Comment 8 Petr Rockai 2013-01-10 04:17:02 UTC

I have tracked this down to a race between metadata update and a metadata read on the same VG. The prospective patch is below, the idea is to avoid a period when an existing VG is not mapped to either the old or the new name. (Note that the brief "blackout" was present even if the name did not actually change.) We instead allow a brief overlap of a VG existing under both names, i.e. a query for a VG might succeed but before a lock is acquired the VG disappears. This can be encountered in vgremove situations as well, so it shouldn't lead to new problems. So far the patch is doing OK in upstream tests, I'll push it upstream tomorrow or so.

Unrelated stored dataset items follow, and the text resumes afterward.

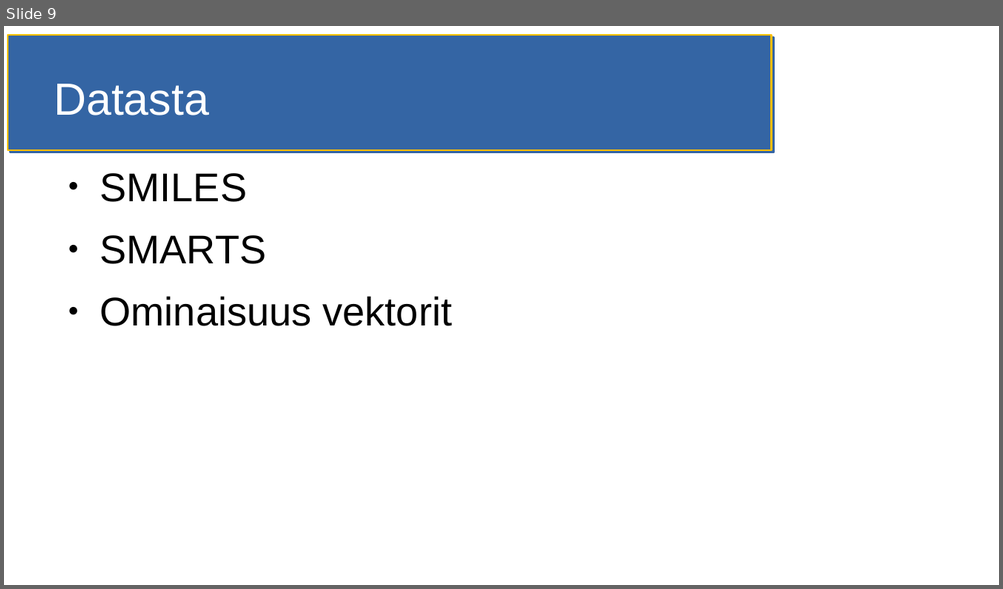
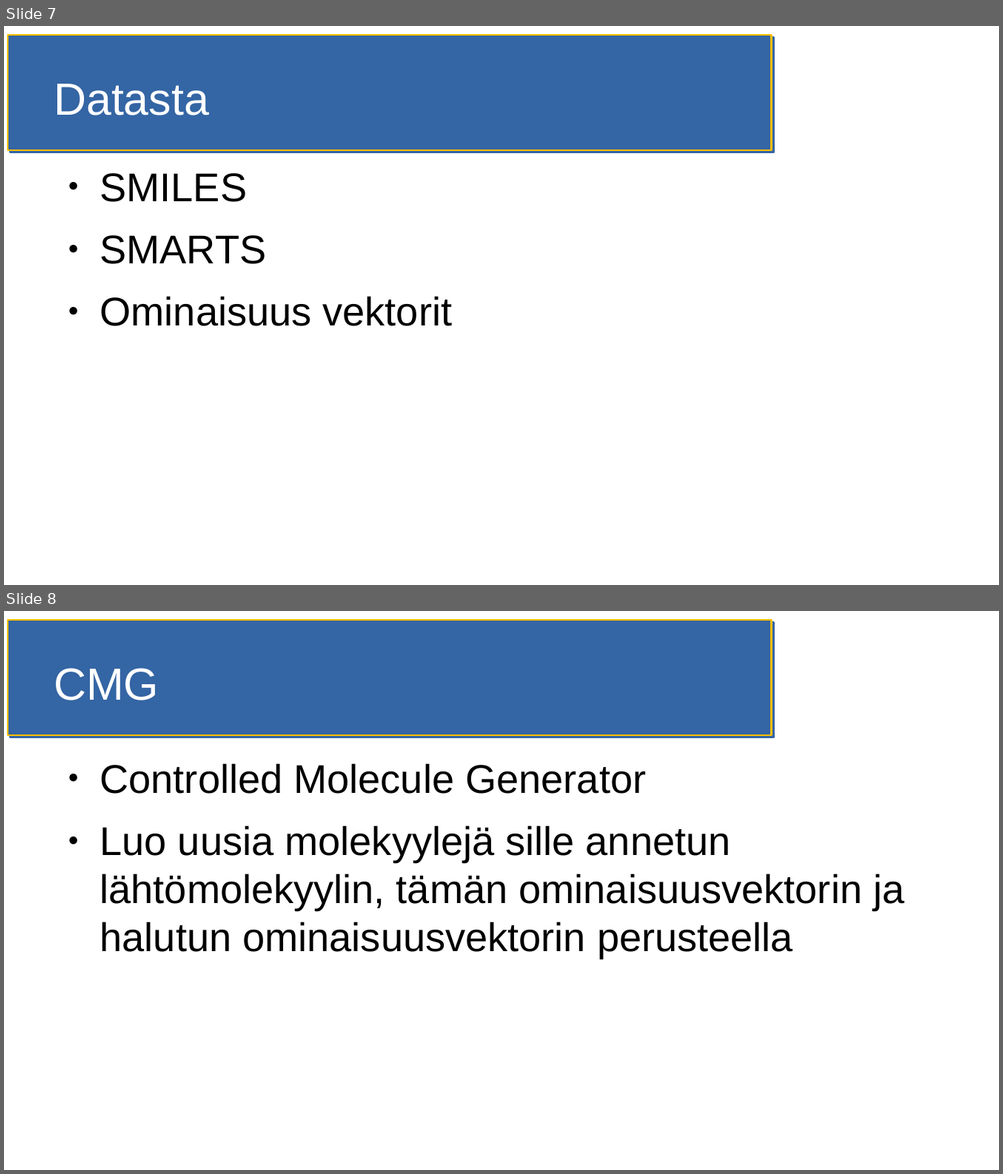
Before and after one commit to HegePI/kanditutkielma, a slide deck: esitelmä.odp. Shown one above the other, each under a label of ours: slide 9 before the commit, slides 7 and 8 after it. The pictures are 1003x589 and 1003x1174 pixels, drawn with LibreOffice and Linux fonts; fonts in the diff are those of the drawing. Boxes give left, top, right and bottom in pixels: in the first picture for what was removed or moved away, otherwise in the second. Text is boxed around its words. In the diff, an @@ line names an element or a change of style, - is before the commit and + after.

```diff
--- a/esitelmä.odp
+++ b/esitelmä.odp
@@ slide 8 added at [4,611,999,1170], background #FFFFFF; not listed: 1 template element that a slide beside it also shows @@
@@ title added at [54,668,159,701], 36 pt, text #FFFFFF @@
+CMG
@@ text added at [100,763,904,959], 32 pt, text #000000 @@
+● Controlled Molecule Generator
+● Luo uusia molekyylejä sille annetun lähtömolekyylin, tämän ominaisuusvektorin ja halutun ominaisuusvektorin perusteella
@@ what was slide 9 is now slide 7 @@
```
Also in this commit, not shown: 4 slides changed, 4 other slides added, 4 slides removed, 5 other files.

diff --git a/daemons/lvmetad/lvmetad-core.c b/daemons/lvmetad/lvmetad-core.c
index a951b30..242cbdf 100644
--- a/daemons/lvmetad/lvmetad-core.c
+++ b/daemons/lvmetad/lvmetad-core.c
@@ -447,7 +447,8 @@ static response vg_lookup(lvmetad_state *s, request r)
 
        DEBUGLOG(s, "vg_lookup: updated uuid = %s, name = %s", uuid, name);
 
-       if (!uuid)
+       /* Check the name here. */
+       if (!uuid || !name)
                return reply_unknown("VG not found");
 
        cft = lock_vg(s, uuid);
@@ -675,16 +676,14 @@ static int update_metadata(lvmetad_state *s, const char *name, const char *_vgid
 
        lock_vgid_to_metadata(s);
        old = dm_hash_lookup(s->vgid_to_metadata, _vgid);
+       oldname = dm_hash_lookup(s->vgid_to_vgname, _vgid);
        unlock_vgid_to_metadata(s);
        lock_vg(s, _vgid);
 
        seq = dm_config_find_int(metadata, "metadata/seqno", -1);
 
-       if (old) {
+       if (old)
                haveseq = dm_config_find_int(old->root, "metadata/seqno", -1);
-               oldname = dm_hash_lookup(s->vgid_to_vgname, _vgid);
-               assert(oldname);
-       }
 
        if (seq < 0)
                goto out;
@@ -736,7 +735,7 @@ static int update_metadata(lvmetad_state *s, const char *name, const char *_vgid
        if (haveseq >= 0 && haveseq < seq) {
                INFO(s, "Updating metadata for %s at %d to %d", _vgid, haveseq, seq);
                /* temporarily orphan all of our PVs */
-               remove_metadata(s, vgid, 1);
+               update_pvid_to_vgid(s, old, "#orphan", 0);
        }
 
        lock_vgid_to_metadata(s);
@@ -746,14 +745,17 @@ static int update_metadata(lvmetad_state *s, const char *name, const char *_vgid
                  dm_hash_insert(s->vgid_to_metadata, vgid, cft) &&
                  dm_hash_insert(s->vgid_to_vgname, vgid, cfgname) &&
                  dm_hash_insert(s->vgname_to_vgid, name, (void*) vgid)) ? 1 : 0;
+
+       if (retval && oldname && strcmp(name, oldname))
+               dm_hash_remove(s->vgname_to_vgid, oldname);
+
        unlock_vgid_to_metadata(s);
 
        if (retval)
-               /* FIXME: What should happen when update fails */
                retval = update_pvid_to_vgid(s, cft, vgid, 1);
 
        unlock_pvid_to_vgid(s);
-out:
+out: /* FIXME: We should probably abort() on partial failures. */
        if (!retval && cft)
                dm_config_destroy(cft);
        unlock_vg(s, _vgid);

Comment 9 Peter Rajnoha 2013-01-15 15:25:04 UTC

I did a scratch build including the patch above. Nenad, would you give it a try? Thanks.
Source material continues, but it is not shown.